Your goal:
Write out every entry precisely as given, leaving the pictures out.

◇ ◇ ◇ ◇

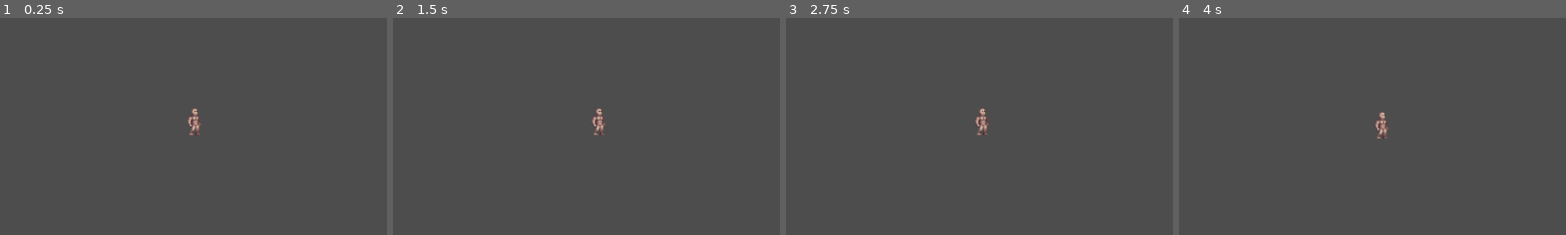
Above: before the commit, frames 1-4 (left to right).
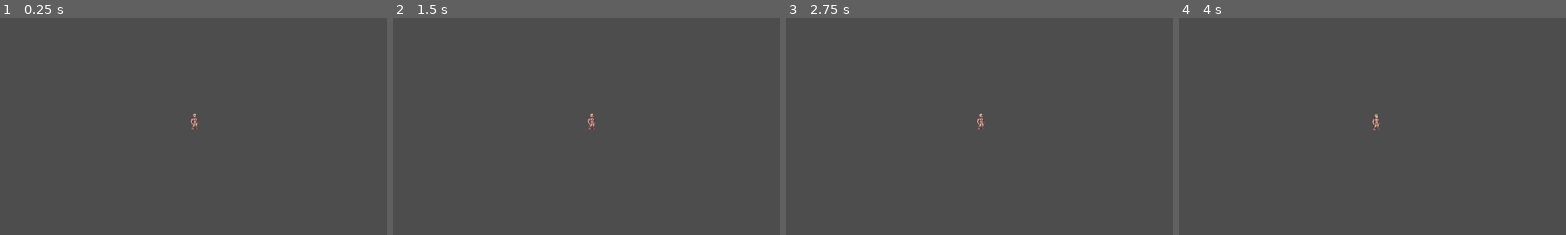
Above: after the commit, the same moments.

Repository: Uhboer/TraumLand-Arena
Game: Godot game, scene res://csenes/world.tscn
Same seed, same stepped clock (60 frames per second), same inputs: the game is played once before the commit and once after it.
Inputs:
- Up to frame 1 (0.25 s): no input
- Up to frame 2 (1.5 s): tap Enter at 0.5 s; tap A (A) at 0.6 s; tap D (D) at 0.8, 1.35 s
- Up to frame 3 (2.75 s): tap A (A) at 1.55, 2.1 s; tap D (D) at 2.3 s
- Up to frame 4 (4 s): tap Space at 2.75 s; tap D (D) at 2.85, 3.8 s; tap A (A) at 3.05 s; tap S (S) at 3.6 s
The pictures show only the part of the screen within x 25-75%, y 26-76%; the shares and areas given below are measured in that part.

The runs differ from the first frame. In frame 1, 0.2% of the frame differs, in the area x 48-52%, y 41-55%; in frame 2, 0.3%, in the area x 50-55%, y 41-55%; in frame 3, 0.2%; in frame 4, 0.3%.

Commit message:
thats better

Diff:
--- a/csenes/character.gd
+++ b/csenes/character.gd
@@ -1,9 +1,22 @@
 extends CharacterBody2D
+
+@onready var anim = $layouts/body
+
 
 var speed = 200
 
 func _physics_process(delta):
 	var direction = Input.get_vector("A", "D", "W", "S")
-	velocity = direction * speed
+	if direction:
+		anim.play("Run")
+		velocity = direction * speed
+	else:
+		velocity = Vector2(0, 0)
+		anim.play("Idle")
+	if Input.is_action_just_pressed("A"):
+		anim.flip_h = true
+	if Input.is_action_just_pressed("D"):
+		anim.flip_h = false
+
 
 	move_and_slide()
--- a/csenes/character.tscn
+++ b/csenes/character.tscn
@@ -10,7 +10,15 @@
 "texture": ExtResource("1_ixfc8")
 }],
 "loop": true,
-"name": &"idle",
+"name": &"Idle",
+"speed": 5.0
+}, {
+"frames": [{
+"duration": 1.0,
+"texture": ExtResource("1_ixfc8")
+}],
+"loop": true,
+"name": &"Run",
 "speed": 5.0
 }]
 
@@ -24,8 +32,8 @@
 [node name="body" type="AnimatedSprite2D" parent="layouts"]
 scale = Vector2(0.75, 0.6875)
 sprite_frames = SubResource("SpriteFrames_ay8in")
-animation = &"idle"
-autoplay = "idle"
+animation = &"Idle"
+autoplay = "Idle"
 
 [node name="CollisionShape2D" type="CollisionShape2D" parent="."]
 shape = SubResource("CircleShape2D_cd1th")
@@ -33,4 +41,4 @@
 [node name="Camera2D" type="Camera2D" parent="."]
 zoom = Vector2(1.865, 1.865)
 position_smoothing_enabled = true
-position_smoothing_speed = 4.0
+position_smoothing_speed = 8.0
--- a/project.godot
+++ b/project.godot
@@ -14,6 +14,12 @@
 run/main_scene="res://csenes/world.tscn"
 config/features=PackedStringArray("4.3", "GL Compatibility")
 config/icon="res://icon.svg"
+
+[display]
+
+window/size/viewport_width=1920
+window/size/viewport_height=1080
+window/size/mode=3
 
 [input]

◇ ◇ ◇ ◇

The completed task:
Above: before the commit, frames 1-4 (left to right).
Above: after the commit, the same moments.

Repository: Uhboer/TraumLand-Arena
Game: Godot game, scene res://csenes/world.tscn
Same seed, same stepped clock (60 frames per second), same inputs: the game is played once before the commit and once after it.
Inputs:
- Up to frame 1 (0.25 s): no input
- Up to frame 2 (1.5 s): tap Enter at 0.5 s; tap A (A) at 0.6 s; tap D (D) at 0.8, 1.35 s
- Up to frame 3 (2.75 s): tap A (A) at 1.55, 2.1 s; tap D (D) at 2.3 s
- Up to frame 4 (4 s): tap Space at 2.75 s; tap D (D) at 2.85, 3.8 s; tap A (A) at 3.05 s; tap S (S) at 3.6 s
The pictures show only the part of the screen within x 25-75%, y 26-76%; the shares and areas given below are measured in that part.

The runs differ from the first frame. In frame 1, 0.2% of the frame differs, in the area x 48-52%, y 41-55%; in frame 2, 0.3%, in the area x 50-55%, y 41-55%; in frame 3, 0.2%; in frame 4, 0.3%.

Commit message:
thats better

Diff:
--- a/csenes/character.gd
+++ b/csenes/character.gd
@@ -1,9 +1,22 @@
 extends CharacterBody2D
+
+@onready var anim = $layouts/body
+
 
 var speed = 200
 
 func _physics_process(delta):
 	var direction = Input.get_vector("A", "D", "W", "S")
-	velocity = direction * speed
+	if direction:
+		anim.play("Run")
+		velocity = direction * speed
+	else:
+		velocity = Vector2(0, 0)
+		anim.play("Idle")
+	if Input.is_action_just_pressed("A"):
+		anim.flip_h = true
+	if Input.is_action_just_pressed("D"):
+		anim.flip_h = false
+
 
 	move_and_slide()
--- a/csenes/character.tscn
+++ b/csenes/character.tscn
@@ -10,7 +10,15 @@
 "texture": ExtResource("1_ixfc8")
 }],
 "loop": true,
-"name": &"idle",
+"name": &"Idle",
+"speed": 5.0
+}, {
+"frames": [{
+"duration": 1.0,
+"texture": ExtResource("1_ixfc8")
+}],
+"loop": true,
+"name": &"Run",
 "speed": 5.0
 }]
 
@@ -24,8 +32,8 @@
 [node name="body" type="AnimatedSprite2D" parent="layouts"]
 scale = Vector2(0.75, 0.6875)
 sprite_frames = SubResource("SpriteFrames_ay8in")
-animation = &"idle"
-autoplay = "idle"
+animation = &"Idle"
+autoplay = "Idle"
 
 [node name="CollisionShape2D" type="CollisionShape2D" parent="."]
 shape = SubResource("CircleShape2D_cd1th")
@@ -33,4 +41,4 @@
 [node name="Camera2D" type="Camera2D" parent="."]
 zoom = Vector2(1.865, 1.865)
 position_smoothing_enabled = true
-position_smoothing_speed = 4.0
+position_smoothing_speed = 8.0
--- a/project.godot
+++ b/project.godot
@@ -14,6 +14,12 @@
 run/main_scene="res://csenes/world.tscn"
 config/features=PackedStringArray("4.3", "GL Compatibility")
 config/icon="res://icon.svg"
+
+[display]
+
+window/size/viewport_width=1920
+window/size/viewport_height=1080
+window/size/mode=3
 
 [input]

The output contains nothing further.